Marissa Mayer has rocked the working world by announcing an upcoming policy change that will require at-home Yahoo workers to start working at the office.
I guess everyone now wants to express their opinion on the benefits and deficits of having an at-home workforce, and I’d love to be able to express a colorful opinion on this, but in the most vanilla way possible I have to respond by saying “it depends.”
I’m sure there are situations where this practice is working well. Apparently it’s not working at Yahoo, and in that sense I admire Mayer’s courage in leading change. But I would love to know what her level of understanding was before she made this decision. What do we really know, as employers and as employees, about the implications of working from home, disconnected physically from our team?

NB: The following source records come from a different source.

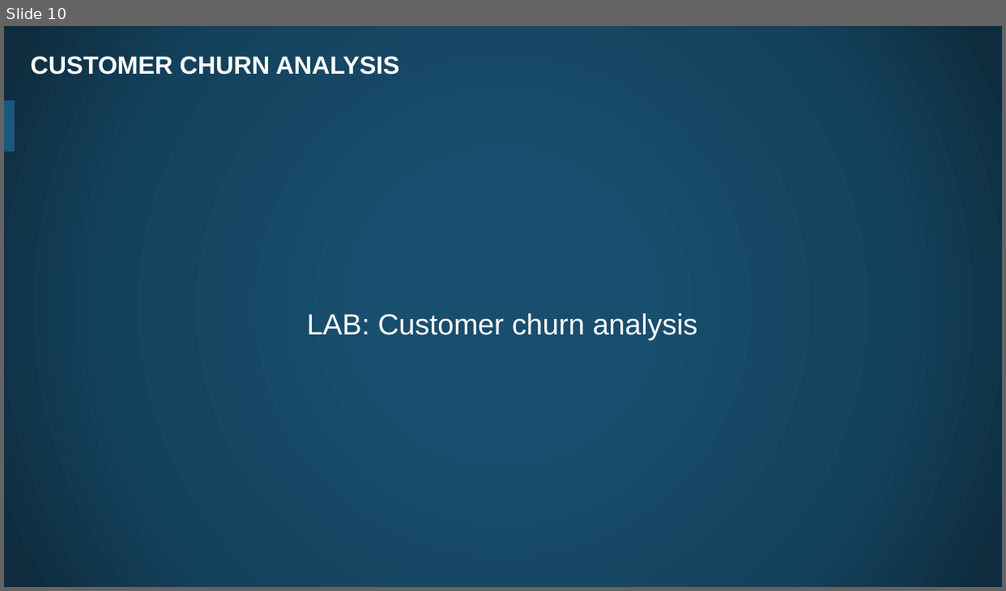
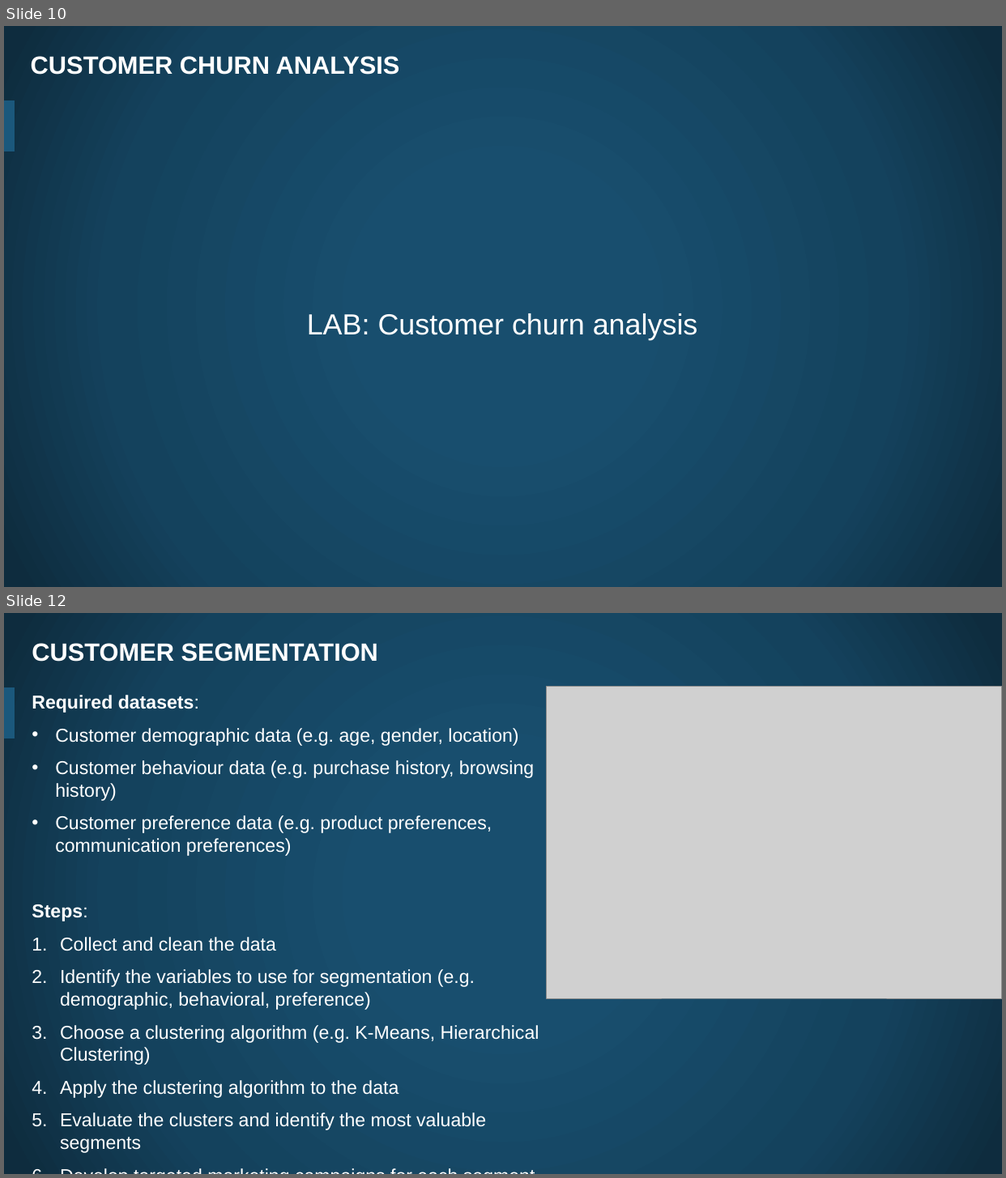
Before and after one commit to thehn/data-analytics-with-spark, a slide deck: slides/06. Spark Machine Learning - Labs Practice.pptx. Shown one above the other, each under a label of ours: slide 10 before the commit, slides 10 and 12 after it; the slides between them are not shown. The pictures are 1006x591 and 1006x1178 pixels, drawn with LibreOffice and Linux fonts; fonts in the diff are those of the drawing; grey boxes stand for pictures; background and template pictures are left out. Boxes give left, top, right and bottom in pixels: in the first picture for what was removed or moved away, otherwise in the second. Text is boxed around its words. In the diff, an @@ line names an element or a change of style, - is before the commit and + after.

```diff
--- a/slides/06. Spark Machine Learning - Labs Practice.pptx
+++ b/slides/06. Spark Machine Learning - Labs Practice.pptx
@@ slide 12 added at (4,613,1002,1174), background picture (left out); not listed: 1 template element that a slide beside it also shows @@
@@ title added at (32,643,378,662), 24 pt, text #FFFFFF, bold @@
+CUSTOMER SEGMENTATION
@@ text added at (32,695,539,1153), 18 pt, text #FFFFFF @@
+Required datasets:
+• Customer demographic data (e.g. age, gender, location)
+• Customer behaviour data (e.g. purchase history, browsing history)
+• Customer preference data (e.g. product preferences, communication preferences)
+Steps:
+1. Collect and clean the data
+2. Identify the variables to use for segmentation (e.g. demographic, behavioral, preference)
+3. Choose a clustering algorithm (e.g. K-Means, Hierarchical Clustering)
+4. Apply the clustering algorithm to the data
+5. Evaluate the clusters and identify the most valuable segments
+6. Develop targeted marketing campaigns for each segment
@@ picture added at (547,687,1002,999) @@
```
Also in this commit, not shown: 1 slide changed, 9 other slides added, 21 other files.
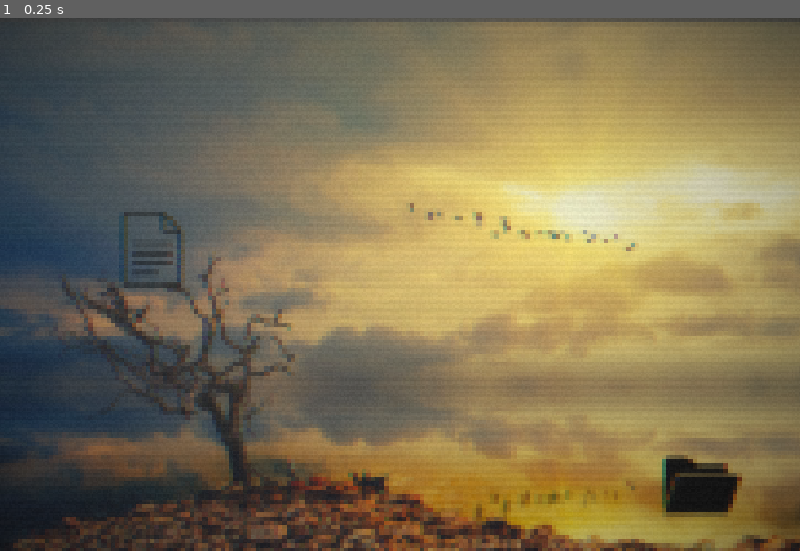
Above: before the commit, frame 1.
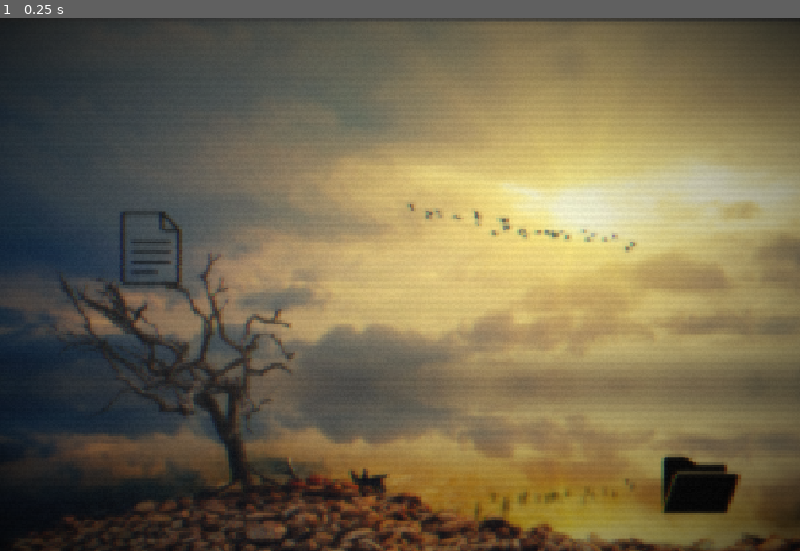
Above: after the commit, the same moment.

Repository: SengulC/pdoom
Game: Godot game, scene res://scenes/level.tscn
Same seed, same stepped clock (60 frames per second), same inputs: the game is played once before the commit and once after it.
Inputs:
- Up to frame 1 (0.25 s): no input

The runs differ from the first frame. In frame 1, 11% of the frame differs, in the area x 0-100%, y 0-100%.

Commit message:
Slight overlay and btns tweak

Diff:
--- a/pdoom-game/scenes/file_popup.tscn
+++ b/pdoom-game/scenes/file_popup.tscn
@@ -72,6 +72,7 @@
 size_flags_vertical = 4
 
 [node name="Button" type="Button" parent="Container/VBoxContainer/Buttons" unique_id=973951836]
+visible = false
 z_index = 10
 custom_minimum_size = Vector2(100, 100)
 custom_maximum_size = Vector2(100, 100)
@@ -82,6 +83,7 @@
 text = "Option 1"
 
 [node name="Button2" type="Button" parent="Container/VBoxContainer/Buttons" unique_id=2103390797]
+visible = false
 z_index = 10
 custom_minimum_size = Vector2(100, 100)
 custom_maximum_size = Vector2(100, 100)
--- a/pdoom-game/scenes/overlay.tscn
+++ b/pdoom-game/scenes/overlay.tscn
@@ -1,27 +1,22 @@
 [gd_scene format=3 uid="uid://fulc2aprxtig"]
 
-[ext_resource type="Shader" uid="uid://dovqchxf6uny0" path="res://scripts/overlay.gdshader" id="1_d607a"]
 [ext_resource type="Shader" uid="uid://biqbr2uywh8sf" path="res://scripts/overlay2.gdshader" id="2_r2eog"]
 
 [sub_resource type="ShaderMaterial" id="ShaderMaterial_14nai"]
-shader = ExtResource("1_d607a")
-shader_parameter/escala_pixel = 37.04400171209
-
-[sub_resource type="ShaderMaterial" id="ShaderMaterial_d607a"]
 shader = ExtResource("2_r2eog")
-shader_parameter/pixel_size = 3.2710001078725
+shader_parameter/pixel_size = 1.6230000295925
 shader_parameter/lod_blur = 0.7
 shader_parameter/chroma_offset_px = 0.8
-shader_parameter/saturation = 1.24400005909
-shader_parameter/contrast = 0.9
+shader_parameter/saturation = 1.022000048545
+shader_parameter/contrast = 1.026000024985
 shader_parameter/shadow_lift = 0.06
 shader_parameter/scanline_strength = 0.04
-shader_parameter/vignette_strength = 0.2430000115425
-shader_parameter/noise_strength = 0.058000002755
+shader_parameter/vignette_strength = 0.3610000171475
+shader_parameter/noise_strength = 0.0490000023275
 shader_parameter/noise_speed = 18.0
 shader_parameter/base_jitter_px = 0.08
 shader_parameter/base_jitter_speed = 12.0
-shader_parameter/glitchiness = 0.18
+shader_parameter/glitchiness = 0.426000020235
 shader_parameter/glitch_rate = 6.0
 shader_parameter/glitch_shift_px = 1.8
 shader_parameter/glitch_window_min = 0.03
@@ -30,7 +25,7 @@
 shader_parameter/blue_band_speed = 0.06
 shader_parameter/blue_band_width = 0.035
 shader_parameter/blue_band_strength = 0.1
-shader_parameter/blue_band_glitch = 0.5690000270275
+shader_parameter/blue_band_glitch = 0.25
 shader_parameter/blue_band_distort_px = 1.2
 
 [node name="Overlay" type="ColorRect" unique_id=1085164052]
@@ -42,12 +37,3 @@
 grow_horizontal = 2
 grow_vertical = 2
 mouse_filter = 2
-
-[node name="ColorRect" type="ColorRect" parent="." unique_id=1878394193]
-material = SubResource("ShaderMaterial_d607a")
-layout_mode = 1
-anchors_preset = 15
-anchor_right = 1.0
-anchor_bottom = 1.0
-grow_horizontal = 2
-grow_vertical = 2
--- a/pdoom-game/scripts/file_popup.gd
+++ b/pdoom-game/scripts/file_popup.gd
@@ -4,7 +4,7 @@
 @export var fileRef : String
 
 func _ready() -> void:
-	#print(get_tree_string_pretty())
+	# make userChoiceBtns container and array ref.s ready for access
 	if not folder:
 		Globalz.userChoiceBtnsContainer = find_child("Buttons", true, false)
 		Globalz.userChoiceBtns = Globalz.userChoiceBtnsContainer.get_children()

I’m a culture guy. I think the health of an organization rests on the quality of the relationships in that organization. Are these relationships challenging, stimulating, creative, high in trust, and high in accountability? How important is our physical presence in making these kinds of relationships possible? My impression is that something very important is lost when the majority of our communication is digital.
But I also love the idea of working at home and I’m doing it right now as I write this blog. And, I’m not clogging up a freeway or burning fossil fuel walking from my bedroom to my office. But what might I be missing? What hallway conversation, what visual cue, what opportunity to energize or connect might I have missed today?
So I ask myself, when working from home, can I get the work done? The answer for me is a resounding yes. But can I get the work done? I’m not so sure about that.